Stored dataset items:
• • •

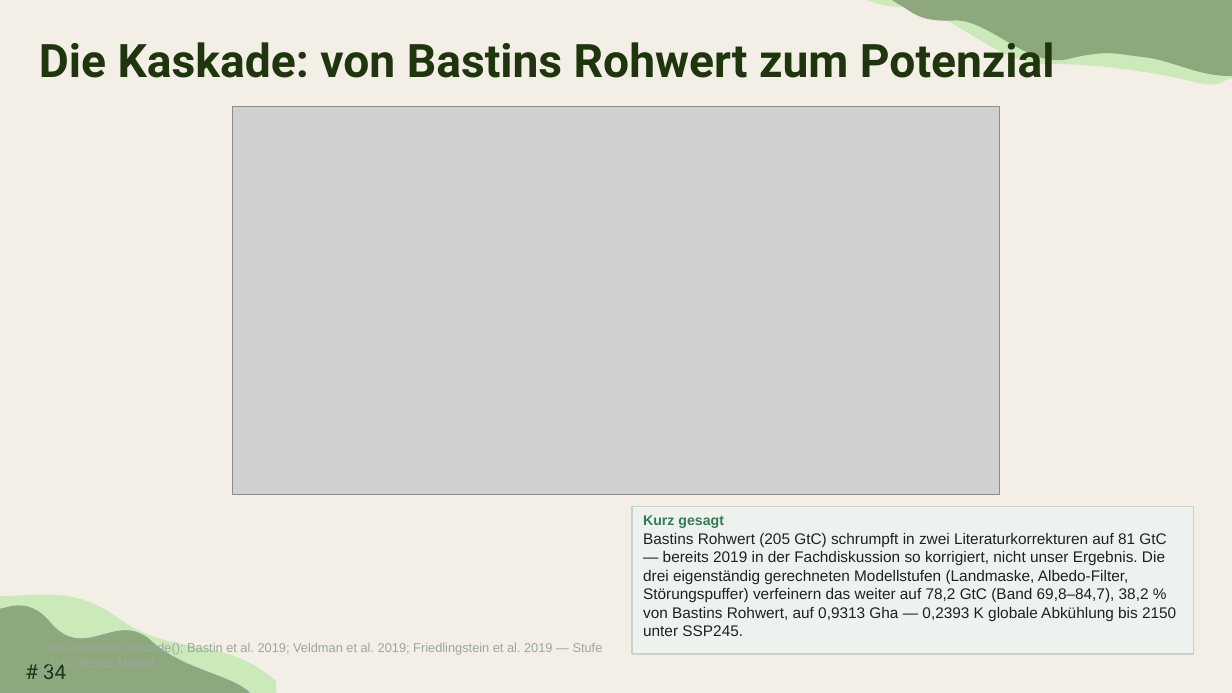
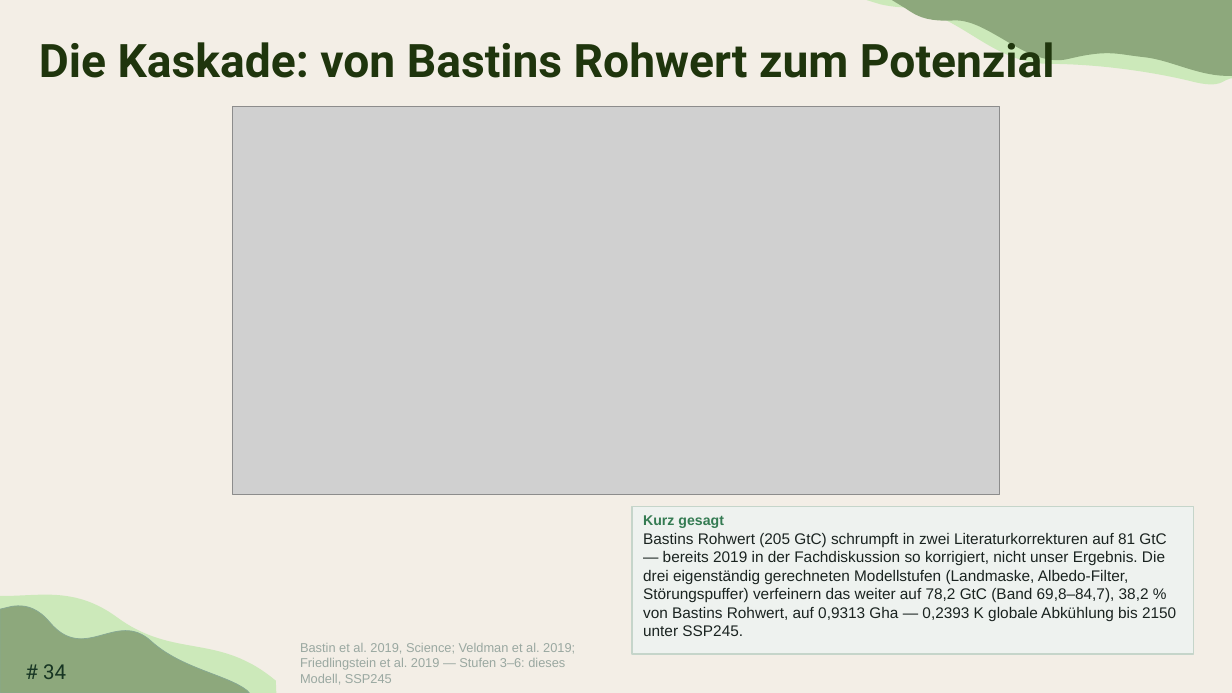
Before and after one commit to TimoDiepers/woodway, a slide deck: slide 34 of docs/slides/dissvortrag.pptx. Drawn at 1232x693 pixels with LibreOffice and Linux fonts; fonts in the diff are those of the drawing; grey boxes stand for pictures. Boxes give left, top, right and bottom in pixels: in the first picture for what was removed or moved away, otherwise in the second. Text is boxed around its words. In the diff, an @@ line names an element or a change of style, - is before the commit and + after.

```diff
--- a/docs/slides/dissvortrag.pptx
+++ b/docs/slides/dissvortrag.pptx
@@ text at box(300, 643, 575, 685): text changed @@
-nbs.potential.cascade(); Bastin et al. 2019; Veldman et al. 2019; Friedlingstein et al. 2019 — Stufe 3–6: dieses Modell
+Bastin et al. 2019, Science; Veldman et al. 2019; Friedlingstein et al. 2019 — Stufen 3–6: dieses Modell, SSP245
```
Also in this commit, not shown: 11 other slides changed.

• • •

**Work to complete**
Write out the data above in full and exactly, but not the pictures.

**The completed task**
Before and after one commit to TimoDiepers/woodway, a slide deck: slide 34 of docs/slides/dissvortrag.pptx. Drawn at 1232x693 pixels with LibreOffice and Linux fonts; fonts in the diff are those of the drawing; grey boxes stand for pictures. Boxes give left, top, right and bottom in pixels: in the first picture for what was removed or moved away, otherwise in the second. Text is boxed around its words. In the diff, an @@ line names an element or a change of style, - is before the commit and + after.

```diff
--- a/docs/slides/dissvortrag.pptx
+++ b/docs/slides/dissvortrag.pptx
@@ text at box(300, 643, 575, 685): text changed @@
-nbs.potential.cascade(); Bastin et al. 2019; Veldman et al. 2019; Friedlingstein et al. 2019 — Stufe 3–6: dieses Modell
+Bastin et al. 2019, Science; Veldman et al. 2019; Friedlingstein et al. 2019 — Stufen 3–6: dieses Modell, SSP245
```
Also in this commit, not shown: 11 other slides changed.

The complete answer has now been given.